● **Task instructions**:
Up to and including the line that holds "- Up to frame 3", print the data exactly from its first line; do not print the pictures.

(Excerpts from a dataset)
┄┄┄┄┄┄┄┄┄┄┄┄┄┄┄┄┄┄┄┄

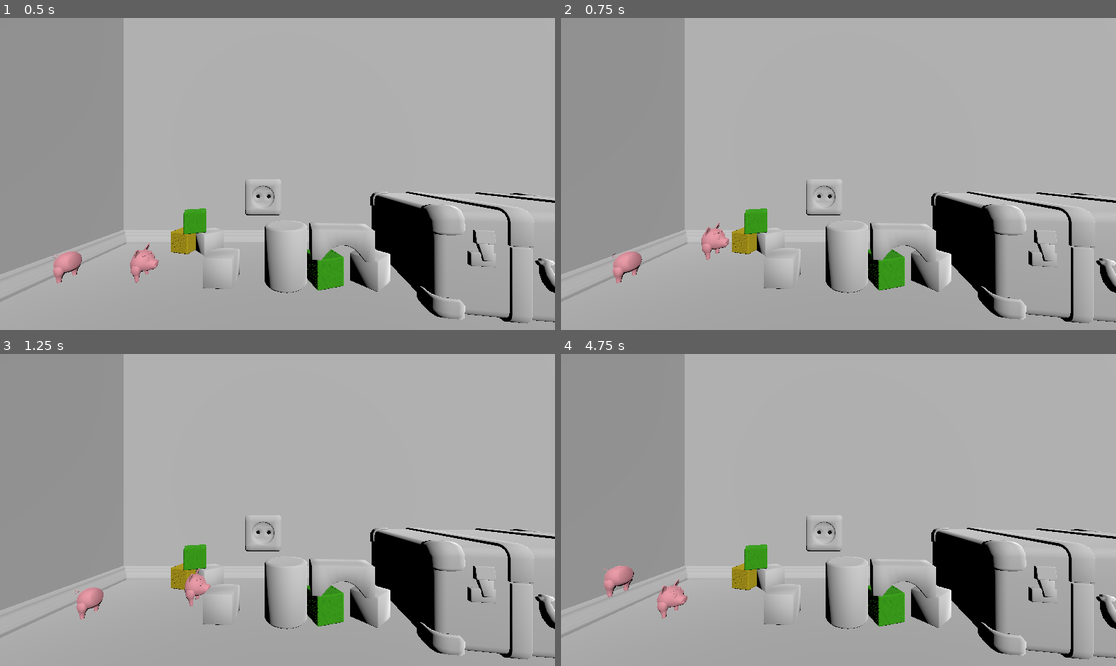
Above: before the commit, frames 1-4 (two rows, left to right).
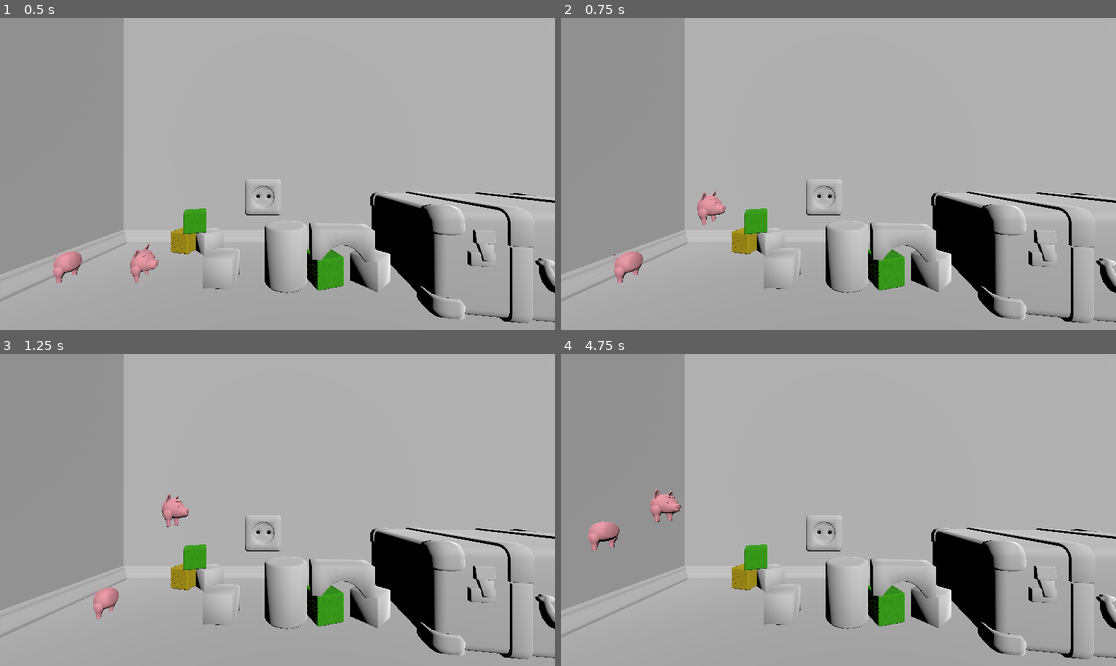
Above: after the commit, the same moments.

Repository: CoffeeMugTwo/b_oink
Game: Godot game, scene res://Scenes/World.tscn
Two runs of this game, one before a commit and one after it. Both use one fixed random seed, a clock stepped at 60 frames per second and the inputs below. This scene is started directly instead of the project's main scene.
Inputs:
- Up to frame 1 (0.5 s): no input
- Up to frame 2 (0.75 s): tap Enter (ui_accept) at 0.5, 0.6 s; hold Right (ui_right) from 0.53 s (still down)
- Up to frame 3 (1.25 s): keep holding Right (ui_right); tap C (p2_jump) at 0.77, 0.8, 1.07 s
- Up to frame 4 (4.75 s): release Right (ui_right) at 1.28 s; hold Down (ui_down) 1.28-2.03 s; tap C (p2_jump) at 1.35, 1.52, 1.82, 2.3, 3.02, 3.32, 3.77, 3.8, 4.07, 4.52 s; tap Enter (ui_accept) at 1.55, 3.05, 3.6, 4.35 s; hold Right (ui_right) 2.03-2.78 s; hold A (p2_left) 2.03-2.78 s; hold Up (ui_up) 2.78-3.53 s; tap D (p2_right) at 2.85 s; hold Left (ui_left) from 3.53 s (still down)

Frame 1 is identical in both runs. In frame 2, 0.7% of the frame differs, in the area x 9-31%, y 55-86%; in frame 3, 1.1%; in frame 4, 1.4%, in the area x 4-23%, y 43-85%.

Commit message:
add grad fnc

Diff:
--- a/b-oink/Scenes/workbench/butt_code.gd
+++ b/b-oink/Scenes/workbench/butt_code.gd
@@ -6,6 +6,26 @@
 @export var spring_force : Vector3 = Vector3(0, 0 ,0)
 @export var max_input_force_scalar : float = 10.0
 @export var mass : float = 1.0
+@export var jump_force_scalar : float = 600
+@export var max_grab_distance : float = 0.1
+
+func _can_grab() -> bool:
+	var space_state = get_world_3d().direct_space_state
+	var sphere = SphereShape3D.new()
+	sphere.radius = max_grab_distance
+	var query = PhysicsShapeQueryParameters3D.new()
+	query.shape = sphere
+	query.transform.origin = global_position
+	query.collide_with_areas = false
+	query.collide_with_bodies = true
+
+	var results = space_state.intersect_shape(query, 1)
+	for r in results:
+		var collider = r["collider"]
+		if collider is StaticBody3D:
+			return true
+
+	return false
 
 func _update_velocity(delta: float) -> void:
 	# update velocity according to resulting force
@@ -16,6 +36,9 @@
 
 	if Input.is_action_pressed("p2_left"):
 		current_force_vector += Vector3(-1, 0, 0) * max_input_force_scalar
+
+	if Input.is_action_just_pressed("p2_jump") and is_on_floor():
+		current_force_vector += Vector3(0, 1, 0) * jump_force_scalar
 
 	var current_acceleration = current_force_vector / mass
 
@@ -32,11 +55,11 @@
 	if not is_on_floor():
 		velocity += get_gravity() * delta
 
-	# Handle jump.
-	if Input.is_action_just_pressed("p2_jump") and is_on_floor():
-		velocity.y = JUMP_VELOCITY
+	_update_velocity(delta)
 
-	_update_velocity(delta)
+		# handle grap
+	if Input.is_action_pressed("p2_hold") and _can_grab():
+		velocity = Vector3(0, 0, 0)
 
 	position.z = 0
 	move_and_slide()
--- a/b-oink/Scenes/workbench/head.gd
+++ b/b-oink/Scenes/workbench/head.gd
@@ -7,6 +7,27 @@
 @export var spring_force : Vector3 = Vector3(0, 0 ,0)
 @export var max_input_force_scalar : float = 10.0
 @export var mass : float = 1.0
+@export var jump_force_scalar : float = 600
+@export var max_grab_distance : float = 0.1
+
+func _can_grab() -> bool:
+	var space_state = get_world_3d().direct_space_state
+	var sphere = SphereShape3D.new()
+	sphere.radius = max_grab_distance
+	var query = PhysicsShapeQueryParameters3D.new()
+	query.shape = sphere
+	query.transform.origin = global_position
+	query.collide_with_areas = false
+	query.collide_with_bodies = true
+
+	var results = space_state.intersect_shape(query, 1)
+	for r in results:
+		var collider = r["collider"]
+		if collider is StaticBody3D:
+			return true
+
+	return false
+
 
 func _update_velocity(delta: float) -> void:
 	# update velocity according to resulting force
@@ -18,11 +39,13 @@
 	if Input.is_action_pressed("ui_left"):
 		current_force_vector += Vector3(-1, 0, 0) * max_input_force_scalar
 
+	if Input.is_action_just_pressed("ui_accept") and is_on_floor():
+		current_force_vector += Vector3(0, 1, 0) * jump_force_scalar
+
+
 	var current_acceleration = current_force_vector / mass
 
 	velocity += current_acceleration * delta
-
-
 
 
 func _physics_process(delta: float) -> void:
@@ -31,11 +54,11 @@
 	if not is_on_floor():
 		velocity += get_gravity() * delta
 
-	# Handle jump.
-	if Input.is_action_just_pressed("ui_accept") and is_on_floor():
-		velocity.y = JUMP_VELOCITY
+	_update_velocity(delta)
 
-	_update_velocity(delta)
+	# handle grap
+	if Input.is_action_pressed("p1_hold") and _can_grab():
+		velocity = Vector3(0, 0, 0)
 
 	position.z = 0
 	move_and_slide()

┄┄┄┄┄┄┄┄┄┄┄┄┄┄┄┄┄┄┄┄

● **Written response**:
Above: before the commit, frames 1-4 (two rows, left to right).
Above: after the commit, the same moments.

Repository: CoffeeMugTwo/b_oink
Game: Godot game, scene res://Scenes/World.tscn
Two runs of this game, one before a commit and one after it. Both use one fixed random seed, a clock stepped at 60 frames per second and the inputs below. This scene is started directly instead of the project's main scene.
Inputs:
- Up to frame 1 (0.5 s): no input
- Up to frame 2 (0.75 s): tap Enter (ui_accept) at 0.5, 0.6 s; hold Right (ui_right) from 0.53 s (still down)
- Up to frame 3 (1.25 s): keep holding Right (ui_right); tap C (p2_jump) at 0.77, 0.8, 1.07 s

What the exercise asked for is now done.